Each near-field frame is compared with its aligned far-field frame using:

- Cosine similarity between feature vectors
- Spectral overlap between STFT magnitudes
- High-frequency energy loss (in dB)

These measures are combined into a **match quality score**, which indicates
how closely far-field speech resembles near-field speech at each frame.

---

### 5. Clustering and Feature Correlation

Unsupervised clustering (K-Means or Agglomerative) is applied independently
to near-field and far-field features to explore separability.

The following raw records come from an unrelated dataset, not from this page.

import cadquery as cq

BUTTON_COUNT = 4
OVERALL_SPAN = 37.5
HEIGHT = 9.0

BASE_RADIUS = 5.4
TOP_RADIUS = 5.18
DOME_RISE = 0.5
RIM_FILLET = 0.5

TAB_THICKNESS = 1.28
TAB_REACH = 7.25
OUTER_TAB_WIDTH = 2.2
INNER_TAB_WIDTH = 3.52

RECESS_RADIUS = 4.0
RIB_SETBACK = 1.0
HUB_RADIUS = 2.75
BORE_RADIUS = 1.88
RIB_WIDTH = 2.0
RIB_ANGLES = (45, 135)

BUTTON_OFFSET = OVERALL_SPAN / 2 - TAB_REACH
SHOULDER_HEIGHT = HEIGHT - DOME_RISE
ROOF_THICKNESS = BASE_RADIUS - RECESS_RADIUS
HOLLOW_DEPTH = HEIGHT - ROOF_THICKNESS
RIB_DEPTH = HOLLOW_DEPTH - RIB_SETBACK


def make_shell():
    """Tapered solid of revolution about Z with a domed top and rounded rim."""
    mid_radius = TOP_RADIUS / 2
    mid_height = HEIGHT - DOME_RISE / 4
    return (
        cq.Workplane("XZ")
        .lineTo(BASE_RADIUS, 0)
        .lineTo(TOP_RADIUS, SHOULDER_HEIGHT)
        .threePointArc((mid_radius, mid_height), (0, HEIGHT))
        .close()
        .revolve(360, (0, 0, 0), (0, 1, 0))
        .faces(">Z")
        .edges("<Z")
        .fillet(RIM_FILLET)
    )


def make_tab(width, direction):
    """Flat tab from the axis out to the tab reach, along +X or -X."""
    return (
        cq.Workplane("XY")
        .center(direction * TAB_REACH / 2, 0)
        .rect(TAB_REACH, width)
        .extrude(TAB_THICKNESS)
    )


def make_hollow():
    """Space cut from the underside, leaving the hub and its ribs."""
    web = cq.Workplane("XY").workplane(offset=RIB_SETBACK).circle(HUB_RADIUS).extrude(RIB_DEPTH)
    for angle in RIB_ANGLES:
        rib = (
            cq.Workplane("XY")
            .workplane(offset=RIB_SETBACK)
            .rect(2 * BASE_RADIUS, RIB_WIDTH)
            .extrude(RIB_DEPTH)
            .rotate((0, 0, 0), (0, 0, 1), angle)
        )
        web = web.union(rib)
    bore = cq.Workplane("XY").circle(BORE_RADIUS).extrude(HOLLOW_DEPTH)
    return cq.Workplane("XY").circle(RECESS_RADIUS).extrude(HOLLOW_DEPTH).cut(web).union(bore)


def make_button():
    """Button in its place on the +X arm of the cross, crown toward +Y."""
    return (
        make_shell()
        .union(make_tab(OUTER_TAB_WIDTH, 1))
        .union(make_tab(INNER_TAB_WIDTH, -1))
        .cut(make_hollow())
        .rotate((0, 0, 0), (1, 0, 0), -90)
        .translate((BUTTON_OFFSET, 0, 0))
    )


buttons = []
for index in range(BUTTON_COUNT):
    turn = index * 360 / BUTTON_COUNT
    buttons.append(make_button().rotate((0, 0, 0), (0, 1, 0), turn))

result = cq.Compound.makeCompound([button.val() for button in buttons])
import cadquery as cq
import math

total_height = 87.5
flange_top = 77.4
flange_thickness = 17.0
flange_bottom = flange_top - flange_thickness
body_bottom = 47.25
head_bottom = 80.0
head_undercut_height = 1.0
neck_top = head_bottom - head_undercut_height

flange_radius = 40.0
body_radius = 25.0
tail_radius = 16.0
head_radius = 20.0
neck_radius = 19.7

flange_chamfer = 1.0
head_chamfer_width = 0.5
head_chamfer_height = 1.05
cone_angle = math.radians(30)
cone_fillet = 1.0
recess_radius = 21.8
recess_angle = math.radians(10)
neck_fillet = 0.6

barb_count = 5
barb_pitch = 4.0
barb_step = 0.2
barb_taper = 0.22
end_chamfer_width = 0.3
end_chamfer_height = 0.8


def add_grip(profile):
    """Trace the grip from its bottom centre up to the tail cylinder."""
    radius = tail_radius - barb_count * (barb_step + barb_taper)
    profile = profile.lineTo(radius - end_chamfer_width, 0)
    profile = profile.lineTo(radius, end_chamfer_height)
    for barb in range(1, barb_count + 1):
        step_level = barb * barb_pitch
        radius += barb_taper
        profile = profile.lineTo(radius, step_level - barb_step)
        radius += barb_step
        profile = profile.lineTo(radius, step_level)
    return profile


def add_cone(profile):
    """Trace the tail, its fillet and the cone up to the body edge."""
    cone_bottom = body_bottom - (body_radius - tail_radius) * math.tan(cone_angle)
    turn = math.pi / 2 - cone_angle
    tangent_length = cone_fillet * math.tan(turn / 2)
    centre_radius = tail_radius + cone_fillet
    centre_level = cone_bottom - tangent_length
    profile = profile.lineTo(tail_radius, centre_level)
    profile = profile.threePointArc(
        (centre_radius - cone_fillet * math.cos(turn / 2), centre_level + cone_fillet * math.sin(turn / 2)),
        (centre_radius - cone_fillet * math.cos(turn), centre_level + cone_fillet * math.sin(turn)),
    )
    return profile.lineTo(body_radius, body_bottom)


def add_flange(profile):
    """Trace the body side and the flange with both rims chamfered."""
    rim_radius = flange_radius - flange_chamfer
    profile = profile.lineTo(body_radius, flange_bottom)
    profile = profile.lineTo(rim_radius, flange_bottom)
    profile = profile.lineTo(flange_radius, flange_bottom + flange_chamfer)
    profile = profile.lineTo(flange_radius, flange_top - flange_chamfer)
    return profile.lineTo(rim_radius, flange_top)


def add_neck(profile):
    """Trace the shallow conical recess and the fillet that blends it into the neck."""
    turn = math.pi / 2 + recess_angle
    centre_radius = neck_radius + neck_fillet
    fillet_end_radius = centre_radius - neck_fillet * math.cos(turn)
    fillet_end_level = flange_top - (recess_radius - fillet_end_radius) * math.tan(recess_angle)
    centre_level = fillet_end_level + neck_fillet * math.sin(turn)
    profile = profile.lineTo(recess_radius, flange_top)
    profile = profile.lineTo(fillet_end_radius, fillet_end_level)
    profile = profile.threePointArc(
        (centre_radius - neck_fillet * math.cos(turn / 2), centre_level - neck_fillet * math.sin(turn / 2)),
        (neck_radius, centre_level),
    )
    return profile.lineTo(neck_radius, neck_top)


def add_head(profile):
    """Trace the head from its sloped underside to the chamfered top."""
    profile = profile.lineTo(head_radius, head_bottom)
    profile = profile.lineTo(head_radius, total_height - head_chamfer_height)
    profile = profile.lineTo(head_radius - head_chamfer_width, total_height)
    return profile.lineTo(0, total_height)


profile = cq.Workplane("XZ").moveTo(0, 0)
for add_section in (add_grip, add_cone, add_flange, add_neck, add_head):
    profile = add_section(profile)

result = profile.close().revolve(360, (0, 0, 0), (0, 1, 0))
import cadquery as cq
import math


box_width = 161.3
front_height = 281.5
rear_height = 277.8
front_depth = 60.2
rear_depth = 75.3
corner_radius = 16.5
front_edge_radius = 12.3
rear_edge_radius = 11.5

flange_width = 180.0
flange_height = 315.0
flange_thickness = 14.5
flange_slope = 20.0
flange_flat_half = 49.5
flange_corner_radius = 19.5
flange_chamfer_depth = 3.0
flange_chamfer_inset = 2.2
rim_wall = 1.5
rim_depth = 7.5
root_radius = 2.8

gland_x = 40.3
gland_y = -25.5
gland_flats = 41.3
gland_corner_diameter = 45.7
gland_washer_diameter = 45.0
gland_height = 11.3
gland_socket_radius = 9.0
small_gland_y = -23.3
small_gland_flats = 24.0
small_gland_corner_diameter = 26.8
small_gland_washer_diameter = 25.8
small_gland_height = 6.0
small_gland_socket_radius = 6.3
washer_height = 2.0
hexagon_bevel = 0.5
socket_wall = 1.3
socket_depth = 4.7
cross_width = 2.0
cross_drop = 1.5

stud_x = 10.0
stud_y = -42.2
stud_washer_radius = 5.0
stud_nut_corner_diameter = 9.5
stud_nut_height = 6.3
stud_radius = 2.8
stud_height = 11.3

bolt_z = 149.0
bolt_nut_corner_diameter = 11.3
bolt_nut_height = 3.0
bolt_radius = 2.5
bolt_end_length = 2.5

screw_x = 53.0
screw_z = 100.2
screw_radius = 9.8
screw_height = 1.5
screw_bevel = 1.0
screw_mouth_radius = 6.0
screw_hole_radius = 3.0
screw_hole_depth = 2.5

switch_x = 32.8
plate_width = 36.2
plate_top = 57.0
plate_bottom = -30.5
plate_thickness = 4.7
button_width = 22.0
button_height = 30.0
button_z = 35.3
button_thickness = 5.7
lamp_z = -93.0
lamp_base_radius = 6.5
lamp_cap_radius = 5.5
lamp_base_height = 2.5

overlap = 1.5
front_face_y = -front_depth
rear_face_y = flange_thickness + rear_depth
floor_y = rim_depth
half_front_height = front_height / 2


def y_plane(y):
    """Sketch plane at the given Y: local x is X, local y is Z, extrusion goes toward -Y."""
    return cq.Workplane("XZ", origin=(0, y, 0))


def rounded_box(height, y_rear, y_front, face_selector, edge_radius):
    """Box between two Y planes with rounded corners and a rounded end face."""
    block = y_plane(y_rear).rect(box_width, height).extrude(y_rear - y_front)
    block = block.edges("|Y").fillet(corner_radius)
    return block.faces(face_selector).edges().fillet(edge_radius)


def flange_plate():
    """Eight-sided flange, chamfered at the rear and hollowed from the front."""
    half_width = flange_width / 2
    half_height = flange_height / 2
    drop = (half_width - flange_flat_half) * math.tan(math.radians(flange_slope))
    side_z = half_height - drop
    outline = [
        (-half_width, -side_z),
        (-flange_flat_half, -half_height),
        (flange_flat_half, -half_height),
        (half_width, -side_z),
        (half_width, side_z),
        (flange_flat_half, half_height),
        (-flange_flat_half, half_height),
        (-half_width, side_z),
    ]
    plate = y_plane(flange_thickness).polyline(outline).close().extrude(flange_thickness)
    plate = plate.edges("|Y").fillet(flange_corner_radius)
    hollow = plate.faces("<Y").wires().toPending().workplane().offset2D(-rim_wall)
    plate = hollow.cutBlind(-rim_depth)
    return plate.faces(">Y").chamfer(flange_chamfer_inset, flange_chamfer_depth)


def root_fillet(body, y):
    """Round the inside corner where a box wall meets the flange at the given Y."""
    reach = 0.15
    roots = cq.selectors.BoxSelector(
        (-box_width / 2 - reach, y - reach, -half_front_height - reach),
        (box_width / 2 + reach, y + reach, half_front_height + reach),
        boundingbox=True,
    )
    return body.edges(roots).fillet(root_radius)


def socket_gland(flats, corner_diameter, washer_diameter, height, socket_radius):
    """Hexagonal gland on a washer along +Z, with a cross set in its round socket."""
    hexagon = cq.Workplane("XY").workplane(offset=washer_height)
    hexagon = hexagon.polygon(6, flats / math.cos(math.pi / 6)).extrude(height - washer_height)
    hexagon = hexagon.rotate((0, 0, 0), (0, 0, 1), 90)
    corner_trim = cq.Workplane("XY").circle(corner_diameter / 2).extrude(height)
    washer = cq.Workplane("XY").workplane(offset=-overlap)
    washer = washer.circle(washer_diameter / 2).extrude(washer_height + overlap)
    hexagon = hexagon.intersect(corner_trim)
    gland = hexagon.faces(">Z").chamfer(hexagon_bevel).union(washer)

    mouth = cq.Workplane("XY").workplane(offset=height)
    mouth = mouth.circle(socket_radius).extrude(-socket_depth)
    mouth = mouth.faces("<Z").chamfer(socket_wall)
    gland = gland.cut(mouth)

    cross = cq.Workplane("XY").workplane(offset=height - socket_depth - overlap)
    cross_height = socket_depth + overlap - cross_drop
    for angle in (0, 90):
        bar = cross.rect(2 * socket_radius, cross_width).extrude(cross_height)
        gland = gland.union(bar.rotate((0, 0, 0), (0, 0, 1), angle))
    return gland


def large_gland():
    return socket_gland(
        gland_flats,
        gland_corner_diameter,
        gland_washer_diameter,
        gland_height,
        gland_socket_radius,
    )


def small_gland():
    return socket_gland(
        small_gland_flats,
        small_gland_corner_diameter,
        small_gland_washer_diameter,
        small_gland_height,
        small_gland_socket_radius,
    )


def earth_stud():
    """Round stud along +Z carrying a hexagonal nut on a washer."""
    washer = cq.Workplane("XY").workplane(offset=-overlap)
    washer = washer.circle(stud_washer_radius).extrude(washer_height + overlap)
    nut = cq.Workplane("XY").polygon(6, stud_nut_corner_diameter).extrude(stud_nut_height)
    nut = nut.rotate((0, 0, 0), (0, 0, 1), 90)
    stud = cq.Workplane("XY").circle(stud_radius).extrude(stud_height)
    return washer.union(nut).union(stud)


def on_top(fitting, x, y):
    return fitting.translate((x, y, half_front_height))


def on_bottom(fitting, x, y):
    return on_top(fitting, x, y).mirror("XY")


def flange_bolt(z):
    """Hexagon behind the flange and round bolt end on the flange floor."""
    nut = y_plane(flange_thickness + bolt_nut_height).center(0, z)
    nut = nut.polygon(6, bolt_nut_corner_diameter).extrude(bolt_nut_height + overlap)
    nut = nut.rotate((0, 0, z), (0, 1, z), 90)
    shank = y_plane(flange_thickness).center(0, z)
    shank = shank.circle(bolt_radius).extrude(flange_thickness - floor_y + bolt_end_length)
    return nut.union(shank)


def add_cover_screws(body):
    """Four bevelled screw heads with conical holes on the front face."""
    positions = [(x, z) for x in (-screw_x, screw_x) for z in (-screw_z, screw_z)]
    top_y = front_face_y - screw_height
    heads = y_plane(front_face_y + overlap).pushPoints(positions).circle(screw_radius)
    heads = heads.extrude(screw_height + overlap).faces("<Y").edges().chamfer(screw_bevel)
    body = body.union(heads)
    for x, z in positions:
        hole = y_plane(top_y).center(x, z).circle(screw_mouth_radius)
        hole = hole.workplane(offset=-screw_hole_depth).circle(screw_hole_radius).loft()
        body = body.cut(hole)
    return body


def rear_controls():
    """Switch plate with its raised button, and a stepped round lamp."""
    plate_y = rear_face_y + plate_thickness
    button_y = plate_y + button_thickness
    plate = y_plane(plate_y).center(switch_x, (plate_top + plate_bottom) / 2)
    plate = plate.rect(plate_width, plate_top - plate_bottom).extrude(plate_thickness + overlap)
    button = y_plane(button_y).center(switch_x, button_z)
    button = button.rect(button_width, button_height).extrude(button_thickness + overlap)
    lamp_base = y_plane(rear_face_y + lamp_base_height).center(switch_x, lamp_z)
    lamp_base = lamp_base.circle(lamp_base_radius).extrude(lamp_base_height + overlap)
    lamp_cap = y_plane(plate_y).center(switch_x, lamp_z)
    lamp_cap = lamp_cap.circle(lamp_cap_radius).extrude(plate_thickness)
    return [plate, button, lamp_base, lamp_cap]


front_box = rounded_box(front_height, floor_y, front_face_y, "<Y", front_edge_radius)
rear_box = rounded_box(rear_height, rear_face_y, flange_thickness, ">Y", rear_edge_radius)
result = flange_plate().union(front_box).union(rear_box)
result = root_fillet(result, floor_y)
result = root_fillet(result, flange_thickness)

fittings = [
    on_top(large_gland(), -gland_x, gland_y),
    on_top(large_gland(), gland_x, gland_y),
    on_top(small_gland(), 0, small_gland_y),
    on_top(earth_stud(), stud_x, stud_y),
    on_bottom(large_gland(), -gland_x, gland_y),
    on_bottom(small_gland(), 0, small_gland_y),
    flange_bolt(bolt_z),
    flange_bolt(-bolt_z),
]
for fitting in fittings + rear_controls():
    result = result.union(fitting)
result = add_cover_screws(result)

In addition, correlation analysis is performed to study:
- How near-field and far-field features relate to each other
- Which features are most correlated with match quality

This helps identify features that are most sensitive to distance-induced degradation.

---

## Visualizations Provided

The Gradio interface includes the following visual outputs:

- Frame-wise similarity and degradation plots
- Spectral difference heatmaps
- Cluster scatter plots (near-field and far-field)
- Feature–quality overlay plots
- Feature correlation heatmaps
- Scatter matrices for inter-feature relationships

All results can be exported as CSV files for offline analysis.

---

## Key Observations from the Tool

Based on experiments conducted using the AMI Meeting Corpus:

- Far-field speech consistently loses low-frequency energy
- Mid-frequency bands often show reinforcement due to room reverberation
- High-frequency bands remain relatively stable but are noise-dominated
- MFCCs in far-field speech are compressed, indicating muffled spectral envelopes
- Temporal structure is largely preserved, but quality degrades
- Unsupervised clustering struggles due to overlapping feature distributions

These observations motivated the exploration of neural difference encoders
in later stages of the project.

---

## Limitations

- Processing time is high for long audio files on CPU-only environments
- Clustering does not reliably separate near-field and far-field speech
- Some visualizations require domain knowledge to interpret correctly

---

## Intended Use

This tool is intended for:
- Academic analysis of distant speech degradation
- Feature-level inspection before model design
- Supporting research in far-field ASR and speech enhancement

It is not intended to be used as a real-time or production-level system.

---

## Dataset

Experiments were conducted using the **AMI Meeting Corpus**, specifically
synchronized near-field headset and far-field microphone recordings.

---

## Acknowledgements

This project was developed as part of the **Samsung PRISM Worklet Program**
at R. V. College of Engineering.

---

## License

This project is intended for academic and research use only.